*** Begin section ***

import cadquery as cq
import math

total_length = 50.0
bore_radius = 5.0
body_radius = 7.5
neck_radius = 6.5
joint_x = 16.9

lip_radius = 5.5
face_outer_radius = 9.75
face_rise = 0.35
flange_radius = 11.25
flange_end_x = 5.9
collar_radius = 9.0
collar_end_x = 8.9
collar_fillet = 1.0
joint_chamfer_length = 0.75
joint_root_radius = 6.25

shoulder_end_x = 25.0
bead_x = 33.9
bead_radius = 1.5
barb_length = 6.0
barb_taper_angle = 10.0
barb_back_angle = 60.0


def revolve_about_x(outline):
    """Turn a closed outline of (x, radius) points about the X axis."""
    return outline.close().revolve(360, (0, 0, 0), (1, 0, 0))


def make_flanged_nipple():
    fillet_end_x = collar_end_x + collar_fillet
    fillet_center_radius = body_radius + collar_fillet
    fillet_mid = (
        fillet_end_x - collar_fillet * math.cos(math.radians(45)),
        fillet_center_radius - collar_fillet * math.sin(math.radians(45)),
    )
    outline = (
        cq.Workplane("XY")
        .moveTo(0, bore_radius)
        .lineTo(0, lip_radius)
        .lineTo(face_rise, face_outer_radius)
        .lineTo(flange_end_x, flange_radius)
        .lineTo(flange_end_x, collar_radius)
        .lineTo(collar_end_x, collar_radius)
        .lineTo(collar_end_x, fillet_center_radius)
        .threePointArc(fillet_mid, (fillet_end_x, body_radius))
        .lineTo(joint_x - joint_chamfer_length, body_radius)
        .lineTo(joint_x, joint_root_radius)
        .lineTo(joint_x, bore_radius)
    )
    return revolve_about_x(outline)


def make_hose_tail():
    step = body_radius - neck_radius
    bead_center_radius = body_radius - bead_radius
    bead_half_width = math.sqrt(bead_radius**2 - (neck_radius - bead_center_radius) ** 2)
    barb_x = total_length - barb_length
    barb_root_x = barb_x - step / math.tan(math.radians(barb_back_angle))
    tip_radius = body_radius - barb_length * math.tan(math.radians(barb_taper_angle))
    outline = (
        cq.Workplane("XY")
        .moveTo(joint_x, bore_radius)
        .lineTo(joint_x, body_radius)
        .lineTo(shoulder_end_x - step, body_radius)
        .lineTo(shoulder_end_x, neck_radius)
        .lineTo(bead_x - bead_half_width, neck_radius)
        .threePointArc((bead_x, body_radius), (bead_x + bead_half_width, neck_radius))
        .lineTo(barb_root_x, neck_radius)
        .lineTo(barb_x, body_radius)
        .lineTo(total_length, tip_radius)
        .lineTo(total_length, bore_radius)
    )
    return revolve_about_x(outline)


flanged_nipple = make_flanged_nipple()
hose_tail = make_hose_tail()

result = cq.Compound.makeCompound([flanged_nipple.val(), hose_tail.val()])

*** End section ***

# TASK ITEM:
Copy every record once more, exactly as given.

# RESULT OF THE TASK:
import cadquery as cq
import math

total_length = 50.0
bore_radius = 5.0
body_radius = 7.5
neck_radius = 6.5
joint_x = 16.9

lip_radius = 5.5
face_outer_radius = 9.75
face_rise = 0.35
flange_radius = 11.25
flange_end_x = 5.9
collar_radius = 9.0
collar_end_x = 8.9
collar_fillet = 1.0
joint_chamfer_length = 0.75
joint_root_radius = 6.25

shoulder_end_x = 25.0
bead_x = 33.9
bead_radius = 1.5
barb_length = 6.0
barb_taper_angle = 10.0
barb_back_angle = 60.0


def revolve_about_x(outline):
    """Turn a closed outline of (x, radius) points about the X axis."""
    return outline.close().revolve(360, (0, 0, 0), (1, 0, 0))


def make_flanged_nipple():
    fillet_end_x = collar_end_x + collar_fillet
    fillet_center_radius = body_radius + collar_fillet
    fillet_mid = (
        fillet_end_x - collar_fillet * math.cos(math.radians(45)),
        fillet_center_radius - collar_fillet * math.sin(math.radians(45)),
    )
    outline = (
        cq.Workplane("XY")
        .moveTo(0, bore_radius)
        .lineTo(0, lip_radius)
        .lineTo(face_rise, face_outer_radius)
        .lineTo(flange_end_x, flange_radius)
        .lineTo(flange_end_x, collar_radius)
        .lineTo(collar_end_x, collar_radius)
        .lineTo(collar_end_x, fillet_center_radius)
        .threePointArc(fillet_mid, (fillet_end_x, body_radius))
        .lineTo(joint_x - joint_chamfer_length, body_radius)
        .lineTo(joint_x, joint_root_radius)
        .lineTo(joint_x, bore_radius)
    )
    return revolve_about_x(outline)


def make_hose_tail():
    step = body_radius - neck_radius
    bead_center_radius = body_radius - bead_radius
    bead_half_width = math.sqrt(bead_radius**2 - (neck_radius - bead_center_radius) ** 2)
    barb_x = total_length - barb_length
    barb_root_x = barb_x - step / math.tan(math.radians(barb_back_angle))
    tip_radius = body_radius - barb_length * math.tan(math.radians(barb_taper_angle))
    outline = (
        cq.Workplane("XY")
        .moveTo(joint_x, bore_radius)
        .lineTo(joint_x, body_radius)
        .lineTo(shoulder_end_x - step, body_radius)
        .lineTo(shoulder_end_x, neck_radius)
        .lineTo(bead_x - bead_half_width, neck_radius)
        .threePointArc((bead_x, body_radius), (bead_x + bead_half_width, neck_radius))
        .lineTo(barb_root_x, neck_radius)
        .lineTo(barb_x, body_radius)
        .lineTo(total_length, tip_radius)
        .lineTo(total_length, bore_radius)
    )
    return revolve_about_x(outline)


flanged_nipple = make_flanged_nipple()
hose_tail = make_hose_tail()

result = cq.Compound.makeCompound([flanged_nipple.val(), hose_tail.val()])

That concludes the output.